Savitzky-Golay Filter

# Replace ‘my_noisy_spc’ with your actual data frame or matrix, ‘m’ with the window size,
# and ‘p’ with the polynomial order
sg_result <- savitzkyGolay(
my_noisy_spc, # the noisy spectrum
m = 0, # this m is for the derivative order, 0 is for no derivative
p = 3, # the polynomial order
w = 11 # the window size
)
# Create a long-format data frame for the MVA spectrum
long_mwa_spc <- data.frame(
wavelength = as.numeric(names(mwa_result)), # Extract the wavelengths
spectral_value = mwa_result, # Store the spectral values from the MVA
method = 'mva' # Label the data
)
# Create a long-format data frame for the Savitzky-Golay (SG) spectrum
long_sg_spc <- data.frame(
wavelength = as.numeric(names(sg_result)), # Extract the wavelengths
spectral_value = sg_result, # Store the spectral values from the SG
method = 'sg' # Label the data
)
# Combine the long-format MVA and SG data frames into one
denoised_long <- rbind(long_mwa_spc, long_sg_spc)

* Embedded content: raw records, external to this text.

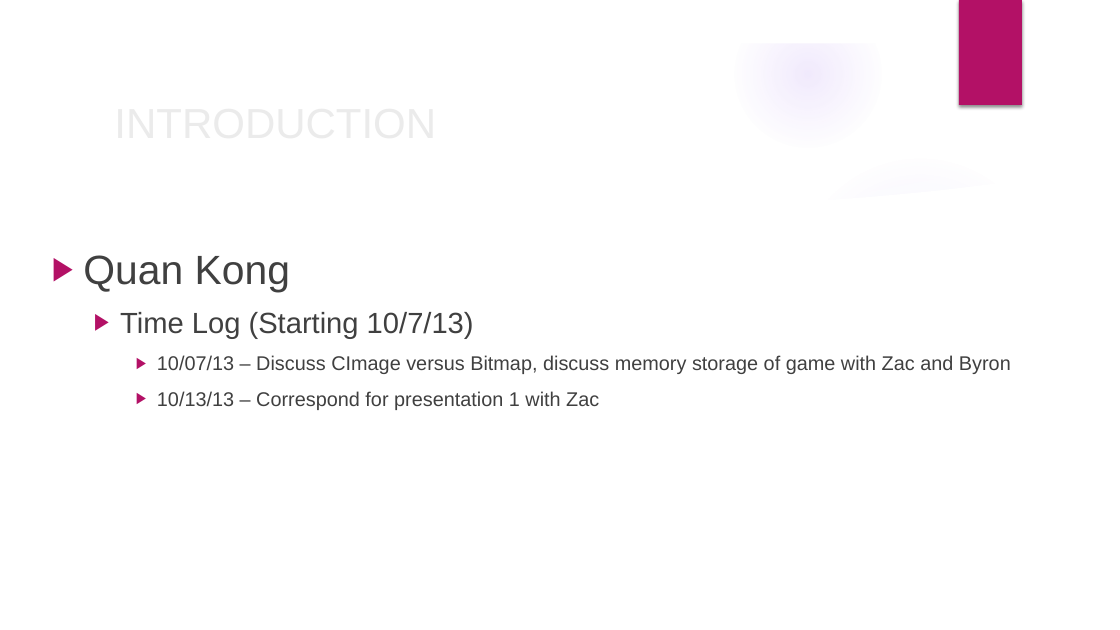
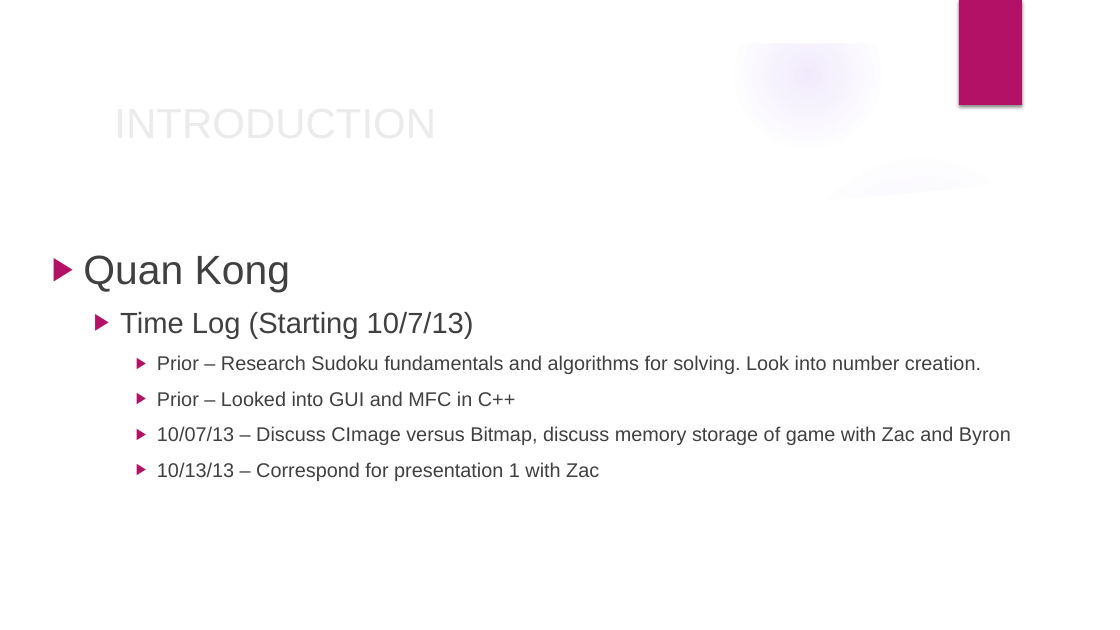
Before and after one commit to ciszwt/CIS641, a slide deck: slide 6 of CIS 641 PRESENTATION 1.pptx. Drawn at 1120x630 pixels with LibreOffice and Linux fonts; fonts in the diff are those of the drawing; background and template pictures are left out. Boxes give left, top, right and bottom in pixels: in the first picture for what was removed or moved away, otherwise in the second. Text is boxed around its words. In the diff, an @@ line names an element or a change of style, - is before the commit and + after.

Commit message:
Updated Quan's time log slide - ZWT

```diff
--- a/CIS 641 PRESENTATION 1.pptx
+++ b/CIS 641 PRESENTATION 1.pptx
@@ text at (x1=157, y1=355, x2=981, y2=406): paragraphs added @@
+    ▶ Prior – Research Sudoku fundamentals and algorithms for solving. Look into number creation.
+    ▶ Prior – Looked into GUI and MFC in C++
```

Now we create a data frame for the original noisy spectrum and some labels.

# Create a data frame for the original noisy spectrum
original_noisy <- data.frame(
wavelength = my_wavelengths, # Use the original wavelengths
spectral_value = my_noisy_spc # Use the original noisy spectrum values
)

my_labels <- c(
'mva' = 'Moving average smoothing',
'sg' = 'Savitzky-Golay filtering'
)

Now we want to overplot the corrected spectra over the noisy one:

# Plot the spectra using ggplot2
ggplot() +
# Plot the original noisy spectrum as a red line in the background
geom_line(
data = original_noisy,
aes(x = wavelength, y = spectral_value),
color = 'black'
) +
# Plot the MVA and SG processed spectra on top of the original noisy spectrum
geom_line(
data = denoised_long,
aes(x = wavelength, y = spectral_value, color = method, group = method)
) +
# Add titles and labels for the axes
labs(
x = 'Wavelength (nm)',
y = 'Reflectance'
) +
#coord_cartesian(xlim = c(1500, 1800), ylim = c(0.425, 0.450)) +
# Manually set the colors for the MVA and SG lines
scale_color_manual(
values = c('mva' = '#00AFBB', 'sg' = '#E7B800'),
labels = my_labels
) +
# Facet the plot by the method, creating separate plots for MVA and SG
facet_grid(. ~ method, labeller = labeller(method = my_labels)) +
theme(legend.position = 'top') + guides(color = guide_legend(title = NULL))

We can zoom the spectra to see the differences more clearly:

ggplot() +
# Plot the original noisy spectrum as a red line in the background
geom_line(
data = original_noisy,
aes(x = wavelength, y = spectral_value),
color = 'black'
) +
# Plot the MVA and SG processed spectra on top of the original noisy spectrum
geom_line(
data = denoised_long,
aes(x = wavelength, y = spectral_value, color = method, group = method), size = 1
) +
# Add titles and labels for the axes
labs(
x = 'Wavelength (nm)',
y = 'Reflectance'
) +
coord_cartesian(xlim = c(1500, 1800), ylim = c(0.425, 0.450)) +
# Manually set the colors for the MVA and SG lines
scale_color_manual(
values = c('mva' = '#00AFBB', 'sg' = '#E7B800'),
labels = my_labels
) +
# Facet the plot by the method, creating separate plots for MVA and SG
facet_grid(. ~ method, labeller = labeller(method = my_labels)) +
theme(legend.position = 'top') + guides(color = guide_legend(title = NULL))

Bibliography:

Soil spectroscopy training material Wadoux, A., Ramirez-Lopez, L., Ge, Y., Barra, I. & Peng, Y. 2025. A course on applied data analytics for soil analysis with infrared spectroscopy – Soil spectroscopy training manual 2. Rome, FAO.